Civile. Para Schmeling, Eumolpo é construído como “um poeta compulsivo que não pode

desistir daquilo que acredita ser sua vocação, embora já há muito tenha percebido que não oferece benefícios práticos121” (SCHMELING, 2011, p.XLI). Os dois poemas mais extensos de Eumolpo fazem clara referência a outros poetas, assim como destaca Schmeling (2011, p.XLII): o poema da “Tomada de Troia” é vista como paródia da tragédia de Sêneca, pois se assemelha aos relatos de “mensageiros” comuns na tragédia, já o poema da “Guerra Civil” faz referência indireta a Lucano, ao dizer que o épico histórico não pode dispensar a maquinaria mitológica tradicional.

Finalmente, outro importante personagem da narrativa petroniana que é retratado compondo poesias, é Trimalquião. Schmeling (2011, p.XLIII) lembra que curiosamente nem todos os poemas feitos por Trimalquião são recitados em seu Banquete, mas apenas alguns que são proferidos pelo próprio personagem e que são suficientes para demonstrar como este é um poeta ruim. Sobre o conteúdo dos poemas desse personagem, o estudioso assinala dois deles: “os dois “epigramas” em 34.10 e 55.3 contêm toda a “filosofia” muito lugar-comum do autor: o prazer - especialmente comida e bebida - é o único remédio contra a morte e o infortúnio122” (SCHMELING, 2011, p.XLIII).

121 “A compulsive poet who cannot give up what he bilieves to be his calling, even though he has long since realized that it offers no practical benefits” (SCHMELING, 2011, p.xli).

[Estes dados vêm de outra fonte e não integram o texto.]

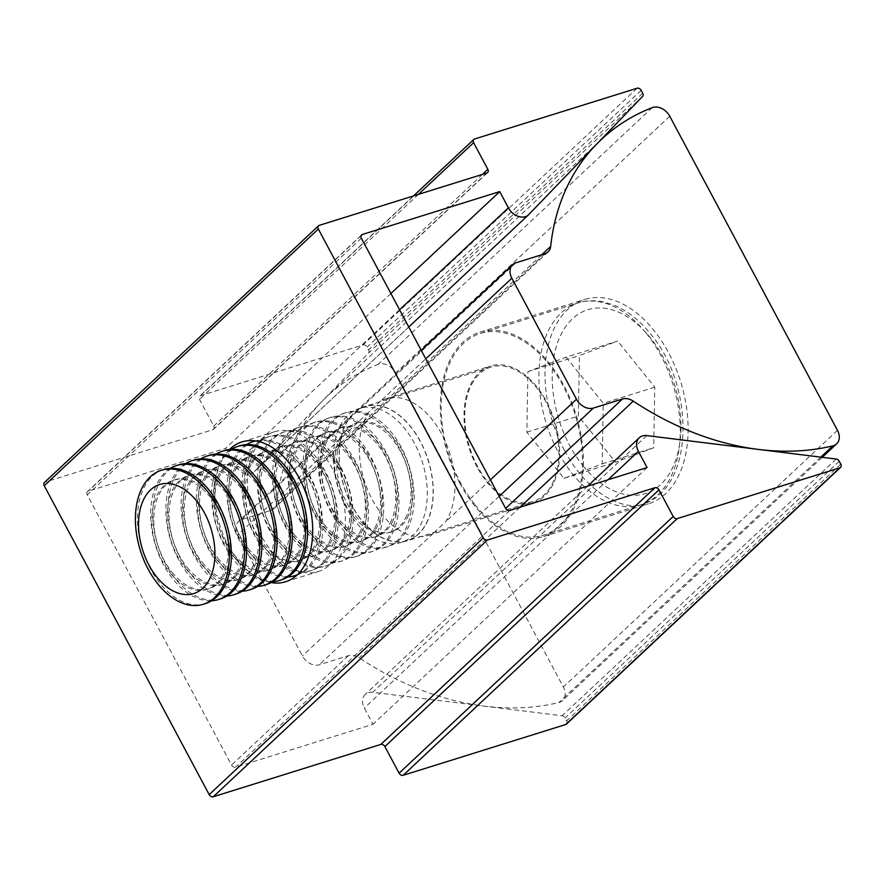 <?xml version="1.0" encoding="UTF-8"?>
<svg xmlns="http://www.w3.org/2000/svg" width="885" height="885" viewBox="0 0 885 885"><rect width="100%" height="100%" fill="white"/><g stroke="black" fill="none" stroke-linecap="round" stroke-linejoin="round"><path stroke-width="0.66" stroke-dasharray="4.42 3.32" d="M260.809 535.005A73.245 45.931 72.7 0 1 274.604 431.725A73.245 45.931 72.7 0 1 332.074 468.265A73.245 45.931 72.7 0 1 318.279 571.544A73.245 45.931 72.7 0 1 260.809 535.005M229.536 449.491A73.245 45.931 -107.3 0 0 228.131 545.215A73.245 45.931 -107.3 0 0 271.109 582.584M566.455 724.096A3.385 2.522 46.9 0 0 566.654 720.844L565.117 717.956A3.385 2.522 46.9 0 0 562.108 715.755L372.718 692.313A14.083 10.498 46.9 0 0 368.326 692.656A14.083 10.498 46.9 0 0 365.151 694.482A14.083 10.498 46.9 0 0 364.31 708.033L372.983 724.273L235.587 767.195A3.385 2.522 -133.1 0 1 231.516 765.071L87.261 494.903A3.385 2.522 -133.1 0 1 87.471 491.651A3.385 2.522 -133.1 0 1 88.223 491.208L225.631 448.297L234.293 464.536A14.083 10.498 46.9 0 0 254.393 471.55A14.083 10.498 46.9 0 0 254.681 471.262L368.481 353.126A3.385 2.522 46.9 0 0 368.614 349.94L367.076 347.064A3.385 2.522 46.9 0 0 363.005 344.94L200.475 395.706A3.385 2.522 46.9 0 0 199.722 396.148A3.385 2.522 46.9 0 0 199.512 399.401L213.739 426.028A3.385 2.522 -133.1 0 1 213.528 429.28A3.385 2.522 -133.1 0 1 212.776 429.712L45.212 482.048A3.385 2.522 46.9 0 0 44.449 482.491M647.079 467.568L372.983 724.273M390.893 293.51L225.631 448.297M475.013 504.727A105.702 66.287 -107.3 0 0 543.357 535.248A105.702 66.287 -107.3 0 0 582.463 465.886A105.702 66.287 -107.3 0 0 548.678 363.978A105.702 66.287 -107.3 0 0 480.334 333.468A105.702 66.287 -107.3 0 0 441.228 402.83A105.702 66.287 -107.3 0 0 475.013 504.727M471.65 384.422A70.424 44.161 72.7 0 1 490.843 367.131A70.424 44.161 72.7 0 1 546.554 403.106A70.424 44.161 72.7 0 1 552.041 484.294A70.424 44.161 72.7 0 1 532.836 501.585A70.424 44.161 72.7 0 1 477.137 465.61A70.424 44.161 72.7 0 1 471.65 384.422M426.371 523.544A70.424 44.161 -107.3 0 0 420.884 442.356A70.424 44.161 -107.3 0 0 365.184 406.381A70.424 44.161 -107.3 0 0 345.98 423.672A70.424 44.161 -107.3 0 0 351.467 504.859A70.424 44.161 -107.3 0 0 407.177 540.835A70.424 44.161 -107.3 0 0 426.371 523.544M426.249 523.389A70.203 44.029 -107.3 0 0 420.773 442.456A70.203 44.029 -107.3 0 0 365.251 406.591A70.203 44.029 -107.3 0 0 346.101 423.827A70.203 44.029 -107.3 0 0 351.577 504.76A70.203 44.029 -107.3 0 0 407.111 540.624A70.203 44.029 -107.3 0 0 426.249 523.389M420.441 525.203A70.203 44.029 -107.3 0 0 414.965 444.27A70.203 44.029 -107.3 0 0 359.443 408.405A70.203 44.029 -107.3 0 0 340.294 425.641A70.203 44.029 -107.3 0 0 345.769 506.574A70.203 44.029 -107.3 0 0 401.303 542.439A70.203 44.029 -107.3 0 0 420.441 525.203M407.354 517.67A57.116 35.82 -107.3 0 0 402.896 451.837A57.116 35.82 -107.3 0 0 357.717 422.654A57.116 35.82 -107.3 0 0 342.152 436.681A57.116 35.82 -107.3 0 0 346.599 502.514A57.116 35.82 -107.3 0 0 391.778 531.697A57.116 35.82 -107.3 0 0 407.354 517.67M405.452 518.267A57.116 35.82 -107.3 0 0 400.993 452.423A57.116 35.82 -107.3 0 0 355.814 423.251A57.116 35.82 -107.3 0 0 340.249 437.267A57.116 35.82 -107.3 0 0 344.696 503.111A57.116 35.82 -107.3 0 0 389.876 532.294A57.116 35.82 -107.3 0 0 405.452 518.267M407.299 529.307A70.203 44.029 -107.3 0 0 401.823 448.374A70.203 44.029 -107.3 0 0 346.3 412.51A70.203 44.029 -107.3 0 0 327.162 429.745A70.203 44.029 -107.3 0 0 332.638 510.678A70.203 44.029 -107.3 0 0 388.161 546.532A70.203 44.029 -107.3 0 0 407.299 529.307M405.208 529.96A70.203 44.029 -107.3 0 0 399.732 449.027A70.203 44.029 -107.3 0 0 344.21 413.162A70.203 44.029 -107.3 0 0 325.06 430.398A70.203 44.029 -107.3 0 0 330.536 511.331A70.203 44.029 -107.3 0 0 386.07 547.195A70.203 44.029 -107.3 0 0 405.208 529.96M392.121 522.438A57.116 35.82 -107.3 0 0 387.663 456.594A57.116 35.82 -107.3 0 0 342.484 427.411A57.116 35.82 -107.3 0 0 326.919 441.438A57.116 35.82 -107.3 0 0 331.366 507.282A57.116 35.82 -107.3 0 0 376.545 536.454A57.116 35.82 -107.3 0 0 392.121 522.438M390.219 523.024A57.116 35.82 -107.3 0 0 385.76 457.18A57.116 35.82 -107.3 0 0 340.581 428.008A57.116 35.82 -107.3 0 0 325.016 442.024A57.116 35.82 -107.3 0 0 329.463 507.868A57.116 35.82 -107.3 0 0 374.643 537.051A57.116 35.82 -107.3 0 0 390.219 523.024M392.066 534.064A70.203 44.029 -107.3 0 0 386.59 453.131A70.203 44.029 -107.3 0 0 331.067 417.266A70.203 44.029 -107.3 0 0 311.929 434.502A70.203 44.029 -107.3 0 0 317.405 515.435A70.203 44.029 -107.3 0 0 372.928 551.3A70.203 44.029 -107.3 0 0 392.066 534.064M374.366 438.197A70.203 44.029 -107.3 0 0 328.977 417.919A70.203 44.029 -107.3 0 0 309.838 435.154A70.203 44.029 -107.3 0 0 325.437 531.686A70.203 44.029 -107.3 0 0 370.837 551.952A70.203 44.029 -107.3 0 0 389.975 534.717A70.203 44.029 -107.3 0 0 374.366 438.197M324.375 524.716A57.116 35.82 -107.3 0 0 361.312 541.211A57.116 35.82 -107.3 0 0 382.453 503.731A57.116 35.82 -107.3 0 0 364.189 448.662A57.116 35.82 -107.3 0 0 327.262 432.168A57.116 35.82 -107.3 0 0 306.122 469.647A57.116 35.82 -107.3 0 0 324.375 524.716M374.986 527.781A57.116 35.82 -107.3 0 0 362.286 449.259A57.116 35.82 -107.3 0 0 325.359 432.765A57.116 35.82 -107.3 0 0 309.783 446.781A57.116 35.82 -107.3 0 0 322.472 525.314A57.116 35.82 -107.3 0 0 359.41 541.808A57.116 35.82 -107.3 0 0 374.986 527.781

122 “The two ‘epigrams’ at 34.10 e 55.3 contain the whole, very commonplace ‘philosophy’ of the author: enjoyment - especially food and drink - is the only remedy against death and misfortune” (SCHMELING, 2011, p.xliii).

Diante de todos esses dados sobre a construção poemática específica do Satyricon e as técnicas utilizadas por Petrônio na criação de seus poemas, verificamos como esta característica da mescla entre prosa e verso na obra petroniana é importante para entendê-la em sua unidade e, portanto, trata-se de uma elaboração muito particular e complexa que vai além da tradição menipeia, revelando mais um traço inovador desse autor da antiguidade.